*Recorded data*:
------------------------

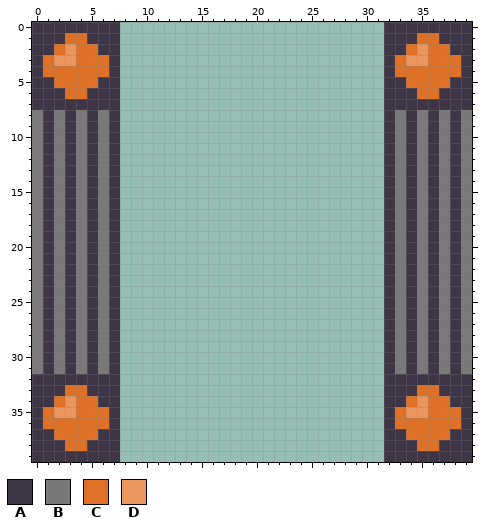
File history of a pixel-art sprite, textures/belt_choice_high.png. The first picture shows the starting point.
The file is 40x40 pixels.
Palette (. is transparent): A #3e3546  B #797979  C #df7126  D #e9975f
Pixels before, first column x 0:
 0 AAAAAAAA........................AAAAAAAA
 1 AAACCAAA........................AAACCAAA
 2 AACDCCAA........................AACDCCAA
 3 ACDDCCCA........................ACDDCCCA
 4 ACCCCCCA........................ACCCCCCA
 5 AACCCCAA........................AACCCCAA
 6 AAACCAAA........................AAACCAAA
 7 AAAAAAAA........................AAAAAAAA
 8 BABABABA........................ABABABAB
 9 BABABABA........................ABABABAB
10 BABABABA........................ABABABAB
11 BABABABA........................ABABABAB
12 BABABABA........................ABABABAB
13 BABABABA........................ABABABAB
14 BABABABA........................ABABABAB
15 BABABABA........................ABABABAB
16 BABABABA........................ABABABAB
17 BABABABA........................ABABABAB
18 BABABABA........................ABABABAB
19 BABABABA........................ABABABAB
20 BABABABA........................ABABABAB
21 BABABABA........................ABABABAB
22 BABABABA........................ABABABAB
23 BABABABA........................ABABABAB
24 BABABABA........................ABABABAB
25 BABABABA........................ABABABAB
26 BABABABA........................ABABABAB
27 BABABABA........................ABABABAB
28 BABABABA........................ABABABAB
29 BABABABA........................ABABABAB
30 BABABABA........................ABABABAB
31 BABABABA........................ABABABAB
32 AAAAAAAA........................AAAAAAAA
33 AAACCAAA........................AAACCAAA
34 AACDCCAA........................AACDCCAA
35 ACDDCCCA........................ACDDCCCA
36 ACCCCCCA........................ACCCCCCA
37 AACCCCAA........................AACCCCAA
38 AAACCAAA........................AAACCAAA
39 AAAAAAAA........................AAAAAAAA
Now the later version:
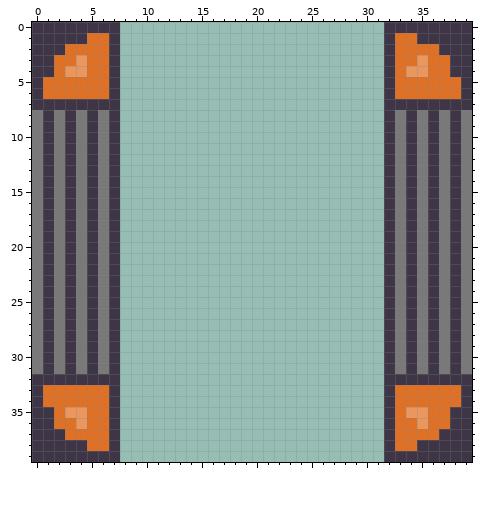
Difference:
Changed rows in their new state; - is an unchanged pixel.
first column x 1:
 1 --AACC--------------------------CCAA--
 2 -AC--C--------------------------C-C-A-
 3 ACCD-----------------------------C---A
 4 A-DD-----------------------------DD--A
 5 C----C--------------------------C----C
 6 CC--CC--------------------------CC--CC
first column x 1:
33 CC--CC--------------------------CC--CC
34 C-C--C--------------------------C-C--C
35 AC-D---------------------------------A
36 A--D------------------------------D--A
37 -A---C--------------------------C---A-
38 --AACC--------------------------CCAA--
Where, in picture pixels (left, top, right, bottom), the same in both pictures:
changed: (43, 33, 109, 99)
changed: (395, 33, 461, 99)
changed: (43, 385, 109, 451)
changed: (395, 385, 461, 451)

------------------------

*Requirement*: Retype each record exactly as it appears above and drop the images.

*Response*:
File history of a pixel-art sprite, textures/belt_choice_high.png. The first picture shows the starting point.
The file is 40x40 pixels.
Palette (. is transparent): A #3e3546  B #797979  C #df7126  D #e9975f
Pixels before, first column x 0:
 0 AAAAAAAA........................AAAAAAAA
 1 AAACCAAA........................AAACCAAA
 2 AACDCCAA........................AACDCCAA
 3 ACDDCCCA........................ACDDCCCA
 4 ACCCCCCA........................ACCCCCCA
 5 AACCCCAA........................AACCCCAA
 6 AAACCAAA........................AAACCAAA
 7 AAAAAAAA........................AAAAAAAA
 8 BABABABA........................ABABABAB
 9 BABABABA........................ABABABAB
10 BABABABA........................ABABABAB
11 BABABABA........................ABABABAB
12 BABABABA........................ABABABAB
13 BABABABA........................ABABABAB
14 BABABABA........................ABABABAB
15 BABABABA........................ABABABAB
16 BABABABA........................ABABABAB
17 BABABABA........................ABABABAB
18 BABABABA........................ABABABAB
19 BABABABA........................ABABABAB
20 BABABABA........................ABABABAB
21 BABABABA........................ABABABAB
22 BABABABA........................ABABABAB
23 BABABABA........................ABABABAB
24 BABABABA........................ABABABAB
25 BABABABA........................ABABABAB
26 BABABABA........................ABABABAB
27 BABABABA........................ABABABAB
28 BABABABA........................ABABABAB
29 BABABABA........................ABABABAB
30 BABABABA........................ABABABAB
31 BABABABA........................ABABABAB
32 AAAAAAAA........................AAAAAAAA
33 AAACCAAA........................AAACCAAA
34 AACDCCAA........................AACDCCAA
35 ACDDCCCA........................ACDDCCCA
36 ACCCCCCA........................ACCCCCCA
37 AACCCCAA........................AACCCCAA
38 AAACCAAA........................AAACCAAA
39 AAAAAAAA........................AAAAAAAA
Now the later version:
Difference:
Changed rows in their new state; - is an unchanged pixel.
first column x 1:
 1 --AACC--------------------------CCAA--
 2 -AC--C--------------------------C-C-A-
 3 ACCD-----------------------------C---A
 4 A-DD-----------------------------DD--A
 5 C----C--------------------------C----C
 6 CC--CC--------------------------CC--CC
first column x 1:
33 CC--CC--------------------------CC--CC
34 C-C--C--------------------------C-C--C
35 AC-D---------------------------------A
36 A--D------------------------------D--A
37 -A---C--------------------------C---A-
38 --AACC--------------------------CCAA--
Where, in picture pixels (left, top, right, bottom), the same in both pictures:
changed: (43, 33, 109, 99)
changed: (395, 33, 461, 99)
changed: (43, 385, 109, 451)
changed: (395, 385, 461, 451)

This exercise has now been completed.